#### ACTION ITEM
Records follow. Copy every line with "polyline".

THE RECORDS START

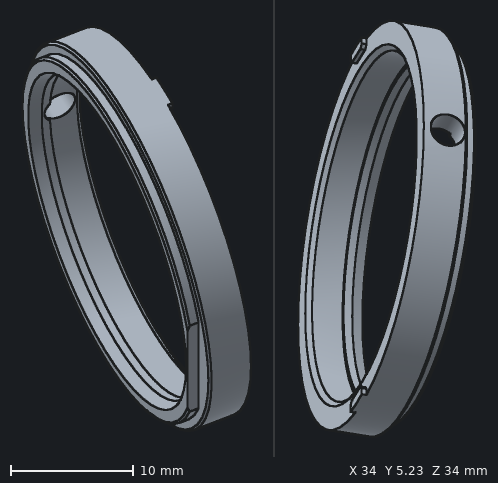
import cadquery as cq

body_radius = 17.0
neck_radius = 16.0
lip_radius = 14.297
mouth_radius = 14.72
bore_radius = 14.6

neck_length = 1.02
mouth_depth = 1.02
lip_end = 1.77
rear_face = 4.83
edge_chamfer = 0.2
rear_chamfer = 0.45

flat_distance = 15.0

hole_diameter = 2.92
hole_position = 2.75

tab_height = 0.4
tab_width = 3.03
tab_inner_radius = 16.0
tab_corner = 0.35


def make_ring():
    """Revolve the stepped wall section about the Y axis."""
    section = [
        (mouth_radius, 0),
        (neck_radius - edge_chamfer, 0),
        (neck_radius, edge_chamfer),
        (neck_radius, neck_length),
        (body_radius - edge_chamfer, neck_length),
        (body_radius, neck_length + edge_chamfer),
        (body_radius, rear_face),
        (bore_radius + rear_chamfer, rear_face),
        (bore_radius, rear_face - rear_chamfer),
        (bore_radius, lip_end),
        (lip_radius, lip_end),
        (lip_radius, mouth_depth),
    ]
    return cq.Workplane("XY").polyline(section).close().revolve(360, (0, 0), (0, 1))


def make_flat_cutter():
    """Block that trims the neck beyond the flat."""
    return cq.Workplane("XY").box(
        body_radius, neck_length, 2 * body_radius, centered=(False, False, True)
    ).translate((flat_distance, 0, 0))


def make_hole_cutter():
    """Cylinder running from the axis out through the -X wall."""
    return (
        cq.Workplane("YZ")
        .center(hole_position, 0)
        .circle(hole_diameter / 2)
        .extrude(-(body_radius + 0.35))
    )


def make_tab(side):
    """Tab with chamfered inner corners; side is +1 at the top, -1 at the bottom."""
    half_width = tab_width / 2
    outline = [
        (-half_width, body_radius),
        (-half_width, tab_inner_radius + tab_corner),
        (-half_width + tab_corner, tab_inner_radius),
        (half_width - tab_corner, tab_inner_radius),
        (half_width, tab_inner_radius + tab_corner),
        (half_width, body_radius),
    ]
    blank = (
        cq.Workplane("XZ", origin=(0, rear_face + tab_height, 0))
        .polyline([(x, side * z) for x, z in outline])
        .close()
        .extrude(2 * tab_height)
    )
    envelope = (
        cq.Workplane("XZ", origin=(0, rear_face + tab_height, 0))
        .circle(body_radius)
        .extrude(2 * tab_height)
    )
    return blank.intersect(envelope)


result = make_ring().cut(make_flat_cutter()).cut(make_hole_cutter())
for tab_side in (1, -1):
    result = result.union(make_tab(tab_side))

THE RECORDS END

#### OUTPUT FOR THIS EXERCISE
    return cq.Workplane("XY").polyline(section).close().revolve(360, (0, 0), (0, 1))
        .polyline([(x, side * z) for x, z in outline])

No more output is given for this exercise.